The Sounds of Making drop-in session was also attended by Kathy, Stuart, Gail and Heather, who bought along their materials and tools and stuffed plastic bottles, sawed silver, kneaded clay and filed bronze in order for me to record the sounds of their different crafts. My favourite sounds were the ping/twang of a teeny-tiny blade being fitted into a silver-saw; the hollow noises created by hitting a pinch-pot with a spatula to flatten its edges; and the sound of pouring prettifying sequins into plastic bottles stuffed with torn plastic bags and other rubbish to make a kind of plastic-bottle bunting. Because there were only a handful of us in the drop-in session, we were able to create very clear recordings, to have some good conversations about the role that sound plays in different making processes, and to listen to each other properly.

In the end, the day yielded a mighty harvest of sounds. In due course you shall hear them all – and the words of the makers who work with them – both in the next episode of The Felicity Ford Radio Show, and over on the official KNITSONIKTM site. Also, I don’t know if you use Twitter or Audioboo, but I am on both as KNITSONIK and some of the sounds will be up there in days to come. Thus with my sack o’ sounds slung over my shoulders, I headed for the offices of Craft NI to wrap up any extra paperwork and to sneak a look at the show which they are launching today. I love the premise of this show, in which the poet Jeremy Reed has selected objects from the Craft Council UK Collection, and then composed poems in response to them. I was especially interested to see that he had selected a brooch by Grainne Morton to write about. Isn’t this beautiful? It’s a brooch with many compartments, each tiny section featuring a tiny found thing.

You may remember Grainne Morton’s work from Kate’s wonderful post on the miniature and the mundane?

I also enjoyed listening to the poem which Jeremy Reed and the sound artist Itchy Ear produced together through their collaborative endeavour to make performance poetry less “boring and staid” (The Ginger Light). The poem I listened to was all about the planets and the solar system, and the sounds and music and the treatment of Reed’s voice made the words seem all the more vivid to my mind.

Thus inspired by tininess and poetry, and having thoroughly enjoyed the sonic collaboration between Jeremy Reed and Itchy Ear, I skipped out of the Craft NI offices with the idea of finding a bus to take me to the airport for 6pm and my flight home. However I discovered at this point that the best laid plans can be destroyed very easily by the sight of a heart-stopping building and an unscheduled attack of photography.

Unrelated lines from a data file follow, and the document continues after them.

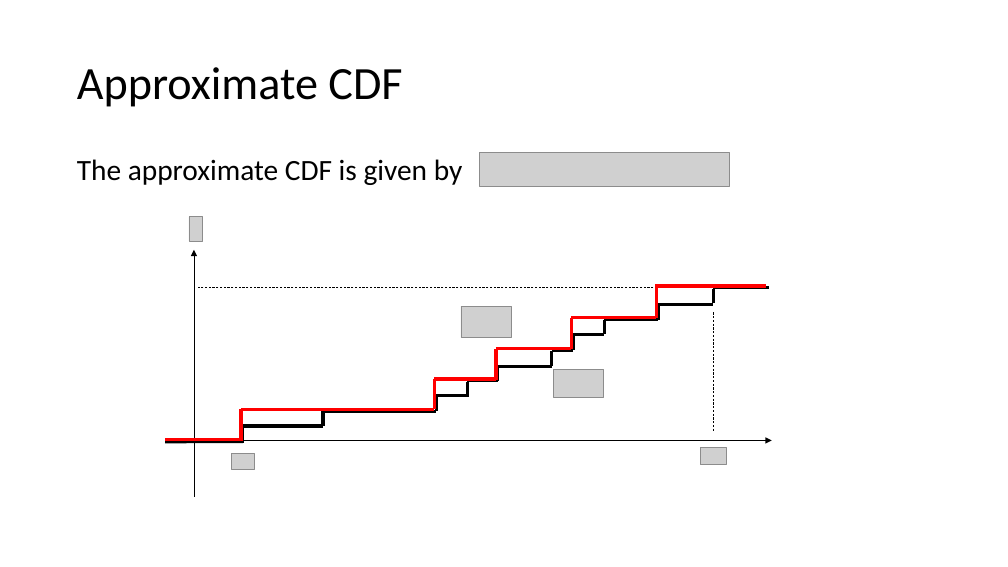
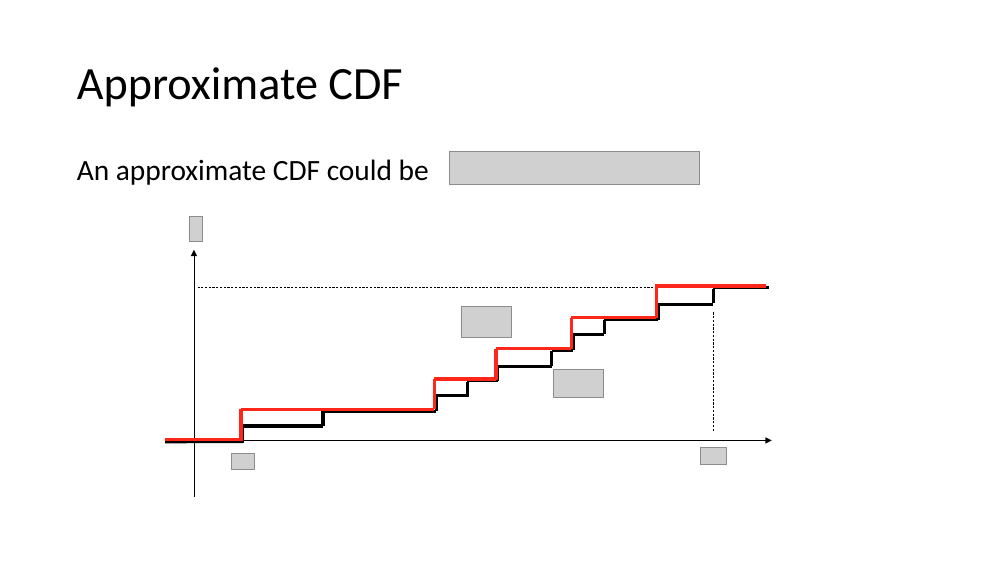
Before and after one commit to zkarnin/density_sketch, a slide deck: slide 8 of presentation.pptx (slide 6 before the commit). Drawn at 1008x567 pixels with LibreOffice and Linux fonts; fonts in the diff are those of the drawing; grey boxes stand for pictures; background and template pictures are left out. Boxes give left, top, right and bottom in pixels: in the first picture for what was removed or moved away, otherwise in the second. Text is boxed around its words. In the diff, an @@ line names an element or a change of style, - is before the commit and + after.

```diff
--- a/presentation.pptx
+++ b/presentation.pptx
@@ text at [77,159,429,185]: text changed @@
-The approximate CDF is given by
+An approximate CDF could be
@@ picture: place and size @@
-picture at [479,153,730,186]
+picture at [450,151,700,185]
@@ line (656, 287) - (656, 318): stroke #FF0000 3 pt to #FF261A 3 pt @@
@@ line (656, 286) - (766, 286): stroke #FF0000 3 pt to #FF261A 3 pt @@
@@ line (572, 318) - (572, 349): stroke #FF0000 3 pt to #FF261A 3 pt @@
@@ line (572, 318) - (656, 318): stroke #FF0000 3 pt to #FF261A 3 pt @@
@@ line (496, 349) - (496, 380): stroke #FF0000 3 pt to #FF261A 3 pt @@
@@ line (496, 349) - (572, 349): stroke #FF0000 3 pt to #FF261A 3 pt @@
@@ line (435, 379) - (435, 410): stroke #FF0000 3 pt to #FF261A 3 pt @@
@@ line (435, 379) - (496, 379): stroke #FF0000 3 pt to #FF261A 3 pt @@
@@ line (241, 410) - (241, 441): stroke #FF0000 3 pt to #FF261A 3 pt @@
@@ line (241, 410) - (435, 410): stroke #FF0000 3 pt to #FF261A 3 pt @@
@@ line (165, 439) - (241, 439): stroke #FF0000 3 pt to #FF261A 3 pt @@
```
Also in this commit, not shown: 4 other slides changed, 3 slides added, 1 slide removed.

Just look at it. It reminded me of a certain cardigan to the point that I know I now need to buy a copy and cast it on ASAP. Check out the details on the door.

How about the imposing aspect when you stand right underneath it, using a camera lens with a large wide-angle setting?

When I had finished taking a million photos of the Bank of Ireland Building in Belfast, I then turned around and saw this. You could have knocked me down with a feather.

I made it through the airport gate at 5.29pm; the gate closed officially at 5.30pm.

Once on the plane home I settled into some happy knitting and the comforting realisation that in spite of the near-death of my laptop, two nearly-missed flights and a very quiet University of Ulster, I had made some wonderful recordings; met some amazing people; learnt a little more about collecting sounds and interviewing the public and seen some really cool buildings. I also reflected that I have the most wonderful partner in the world; that if everything happens a little later than planned this month, then that’s probably OK; and that sometimes good things only happen when your best-laid plans get destroyed.